Hitting the Books: Newfangled oceanographers helped win WWII using marine science
Trailblazing researcher Mary Sears led the unprecedented oceanic intelligence gathering effort.
Lethal Tides tells the story of pioneering oceanic researcher Mary Sears and her leading role in creating one of the most important intelligence gathering operations of World War II. Languishing in academic obscurity and roundly ignored by her male colleagues, Sears is selected for command by the godfather of climate change, Roger Revelle, and put in charge of the Oceanographic Unit of the Navy Hydrographic Office. She and her team of researchers are tasked with helping make the Navy’s atoll-hopping campaign in the Pacific a reality through ocean current analysis, mapping for bioluminescence fields and deep-water crevasses that could reveal or conceal US subs from the enemy, and cartographing the shore and surf conditions of the Pacific Islands and Japan itself.

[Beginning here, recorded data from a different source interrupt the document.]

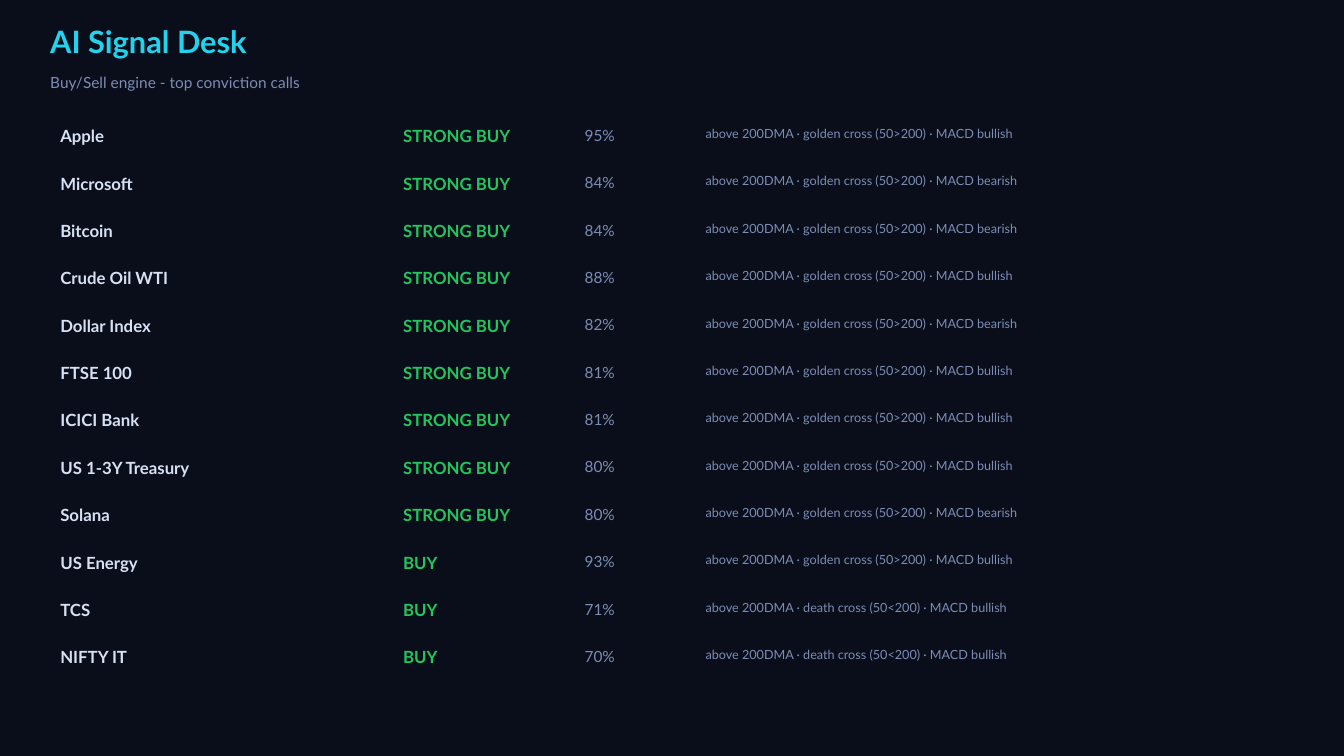
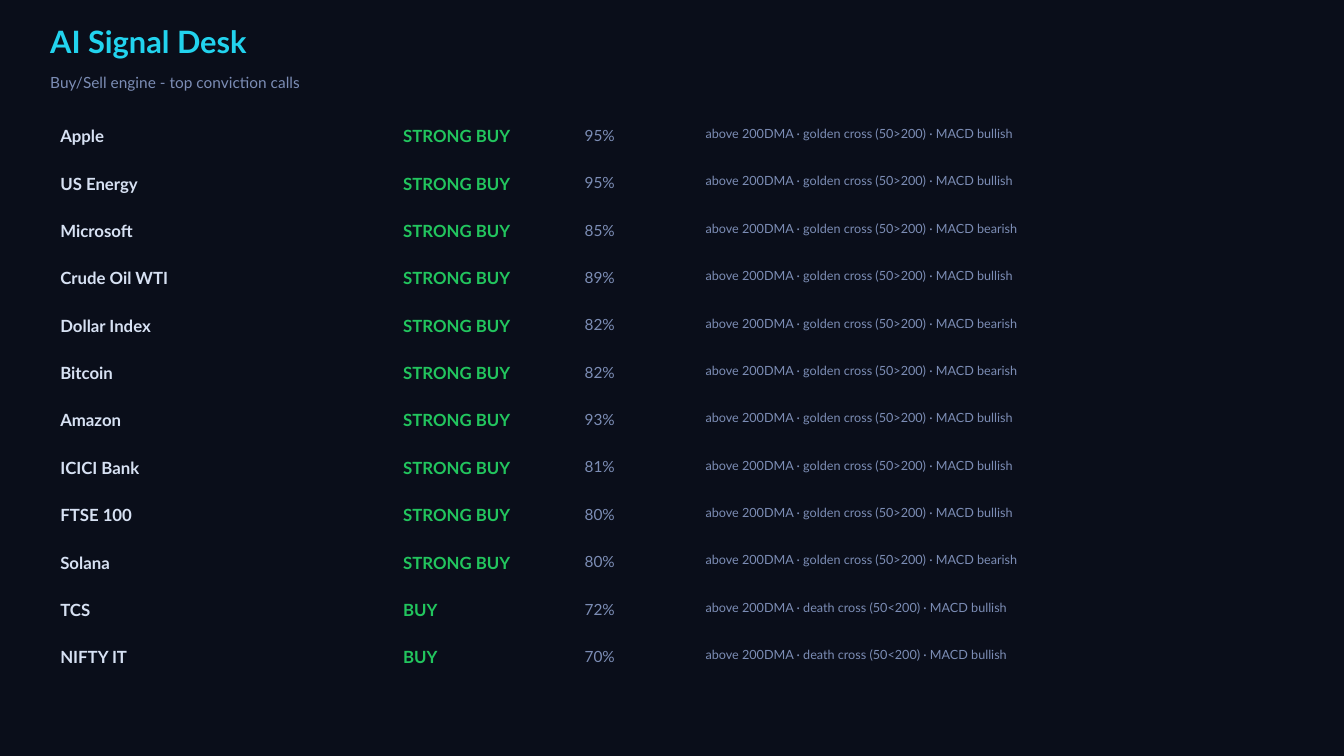
Before and after one commit to Pravkum23/pmr-terminal, a slide deck: slide 4 of docs/pmr_daily.pptx. Drawn at 1344x756 pixels with LibreOffice and Linux fonts; fonts in the diff are those of the drawing. Boxes give left, top, right and bottom in pixels: in the first picture for what was removed or moved away, otherwise in the second. Text is boxed around its words. In the diff, an @@ line names an element or a change of style, - is before the commit and + after.

```diff
--- a/docs/pmr_daily.pptx
+++ b/docs/pmr_daily.pptx
@@ text "US Energy": place and size @@
-text "US Energy" at <box>60,556,138,572</box>
+text "US Energy" at <box>60,177,138,193</box>
@@ text at <box>585,177,615,188</box>: text changed @@
-84%
+95%
@@ text at <box>706,175,1013,187</box>: text changed @@
-above 200DMA · golden cross (50>200) · MACD bearish
+above 200DMA · golden cross (50>200) · MACD bullish
@@ text removed at <box>60,224,113,237</box> @@
-Bitcoin
@@ text at <box>585,225,615,236</box>: text changed @@
-84%
+85%
@@ text at <box>585,272,615,283</box>: text changed @@
-88%
+89%
@@ text at <box>60,366,113,379</box>: text changed @@
-FTSE 100
+Bitcoin
@@ text at <box>585,367,615,378</box>: text changed @@
-81%
+82%
@@ text at <box>706,365,1017,377</box>: text changed @@
-above 200DMA · golden cross (50>200) · MACD bullish
+above 200DMA · golden cross (50>200) · MACD bearish
@@ text added at <box>60,414,121,426</box>, 12 pt, text #D7E1F3, bold @@
+Amazon
@@ text "93%": place and size @@
-text "93%" at <box>585,556,615,567</box>
+text "93%" at <box>585,414,615,425</box>
@@ text removed at <box>60,461,190,477</box> @@
-US 1-3Y Treasury
@@ 3 texts: place and size @@
-3 texts at <box>60,177,615,426</box>
+3 texts at <box>60,224,615,474</box>
@@ text added at <box>60,508,132,521</box>, 12 pt, text #D7E1F3, bold @@
+FTSE 100
@@ text at <box>706,507,1013,519</box>: text changed @@
-above 200DMA · golden cross (50>200) · MACD bearish
+above 200DMA · golden cross (50>200) · MACD bullish
@@ text "Solana": place and size @@
-text "Solana" at <box>60,508,109,521</box>
+text "Solana" at <box>60,556,109,569</box>
@@ text at <box>403,556,510,569</box>: text changed @@
-BUY
+STRONG BUY
@@ text "80%": place and size @@
-text "80%" at <box>585,461,615,472</box>
+text "80%" at <box>585,556,615,567</box>
@@ text at <box>706,554,1017,566</box>: text changed @@
-above 200DMA · golden cross (50>200) · MACD bullish
+above 200DMA · golden cross (50>200) · MACD bearish
@@ text at <box>585,604,615,615</box>: text changed @@
-71%
+72%
```
Also in this commit, not shown: 3 other slides changed, 3 other files.

From Lethal Tides by Catherine Musemeche. Copyright © 2022 by Catherine Musemeche. Reprinted by permission of William Morrow, an imprint of HarperCollins Publishers.
— Washington, D.C., 1943 —
Four months into her job at the Oceanographic Unit, Sears had learned a lot about what the military needed from oceanographers. She had learned it from meeting with Roger Revelle and his cohorts on the Joint Chiefs Subcommittee on Oceanography where she listened to concerns about what the navy was lacking and took detailed notes. She had learned it from answering requests from every branch of the military for tidal data, wave forecasts, and currents to support tactical operations overseas. She had learned it from gathering all the known references on drift and drafting an urgently needed manual to help locate men lost at sea. The more she took in, the more she understood exactly how dire the lack of oceanographic intelligence was and how it could undermine military operations. And now she was going to have to do something about it.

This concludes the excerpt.